Holes in the steel gate and a completely destroyed barn echo the occupation and fighting that was going on in and around this village. A lot of the fields, where there will be no crop this year are contaminated with high explosives, mines and other dangerous crap that the disgusting, inhuman ruzzians left behind.
The third location on this humanitarian run was Ivanivka, where people badly needed food, because for some reason this village gets skipped by a lot of volunteers. And this is one of the cons of decentralized volunteer efforts. Although quick to react, without a system to coordinate efforts some places and people get skipped while others receive extras.
Ivanivka has up to 50 households remaining and that’s exactly as how many of the food packs we reserved for them so that everyone would get some.
Most people in the villages ride bicycles at any age up until the point, when they can’t walk or move. A very few got motorcycles. Those that had cars either left or had them burned down, it seems.
The concluding chapter of this ride was the most heavily damaged village on this list – Yahidne. People of this small town suffered a lot at the hands of ruzzian sadists.
That’s not the first time delivering aid there. We stopped in the center of town right at the former cultural center. While the second van was unloading and several people were giving out aid, a group of us, including the youngsters that took care of entertaining the kids in the other village, went to the local school basement to witness the horror. The ruzzians turned the school basement into concentration camp style death chambers for the locals from the 4th to the 31st of March 2022. The ruzzian orcs held over three hundred people in the dark, damp, stale, cold, moldy, overcrowded place for a month, while they occupied the rest of the school building, as well as, the town.
Eleven people died in the basement because they were older and their hearts couldn’t handle the stuffy air and constant terror any longer . Six people from the basement were executed. Their deaths were documented by people in the basement by writing names and marking dates on a calendar scratched on the wall, scribbled on a door. Numerous people from the town were put to death right behind the school according to witness reports.
Numerous girls and women were raped by the ruzzians right in the school building. The captive civilians weren’t allowed to exit most of the time to even go to the toilet and the three hundred people had to use a bucket for their needs. Water was very limited and food was scarce. Sometimes everyone, including kids, went without eating for days sitting in the dark basement.
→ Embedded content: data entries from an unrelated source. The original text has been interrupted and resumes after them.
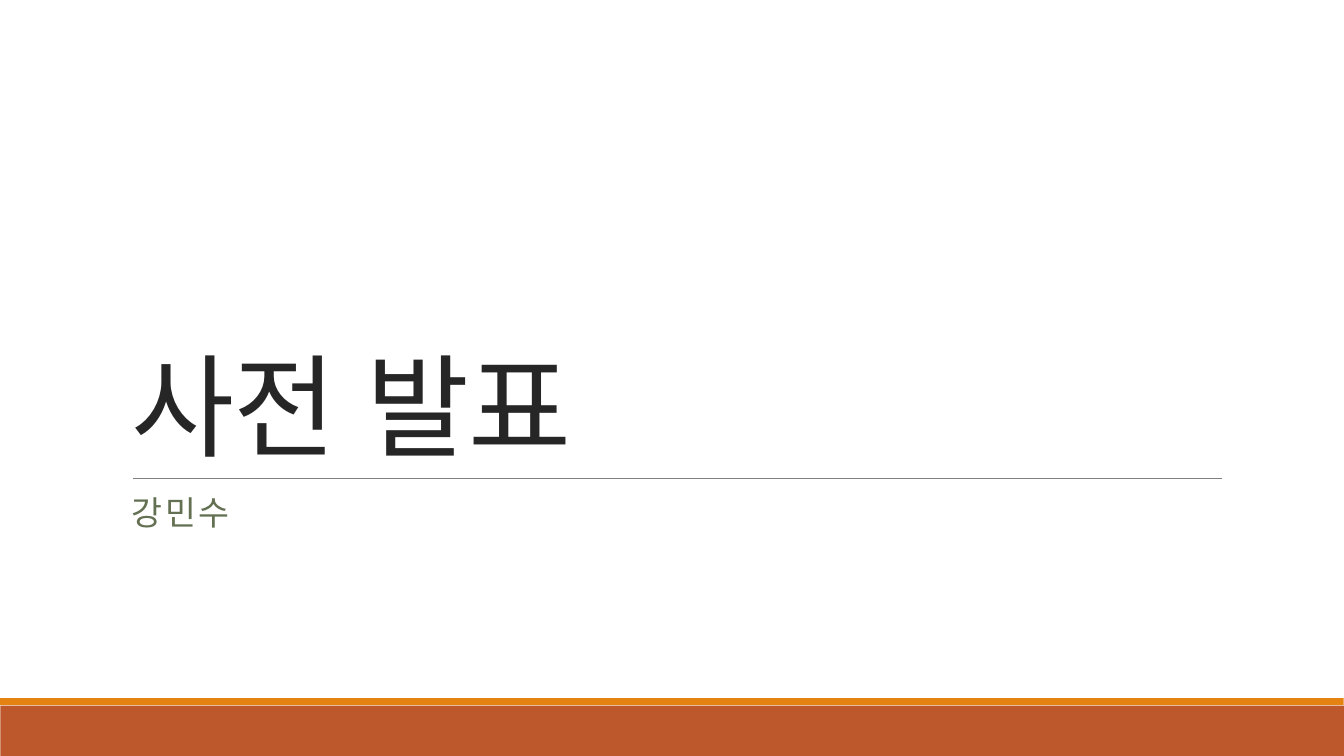
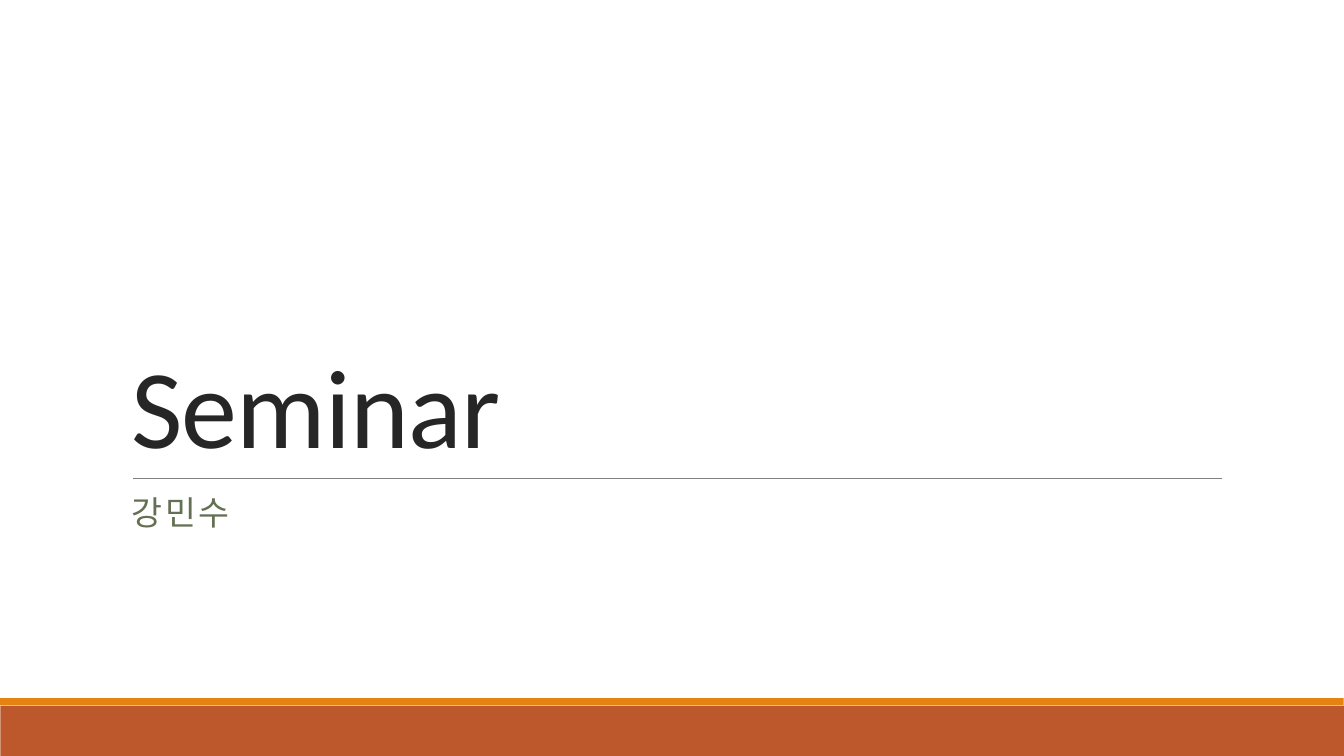
Before and after one commit to 3neutronstar/traffic-optimization_RL, a slide deck: slide 1 of 1st_Seminar(강민수).pptx. Drawn at 1344x756 pixels with LibreOffice and Linux fonts; fonts in the diff are those of the drawing. Boxes give left, top, right and bottom in pixels: in the first picture for what was removed or moved away, otherwise in the second. Text is boxed around its words. In the diff, an @@ line names an element or a change of style, - is before the commit and + after.

```diff
--- a/1st_Seminar(강민수).pptx
+++ b/1st_Seminar(강민수).pptx
@@ title at (131,371,501,449): text changed @@
-사전 발표
+Seminar
```
Also in this commit, not shown: 1 other slide changed, 5 other files.

Whenever the ruzzian scumbags were in a bad mood they would beat someone or just leave everyone without food, water and the possibility to go out onto the yard for some fresh air. Since they were usually hung over, they were in a bad mood. The ruzzians ate and drank all of the reserves they would find in private homes, and fed their Ukrainian captives outdated ruzzian military food rations with rot inside.
After the ruzzian occupants were forced to retreat, as the folks from the basement say, it became abnormally quiet. The people escaped from the basement by breaking open the door. What they witnessed outside was just horrible. With their homes destroyed, hundreds of neighbors missing, stench from rotting bodies, mass graves, minefields and random explosives around town they found themselves in a new reality – that’s what the ruzzians call “russian world”.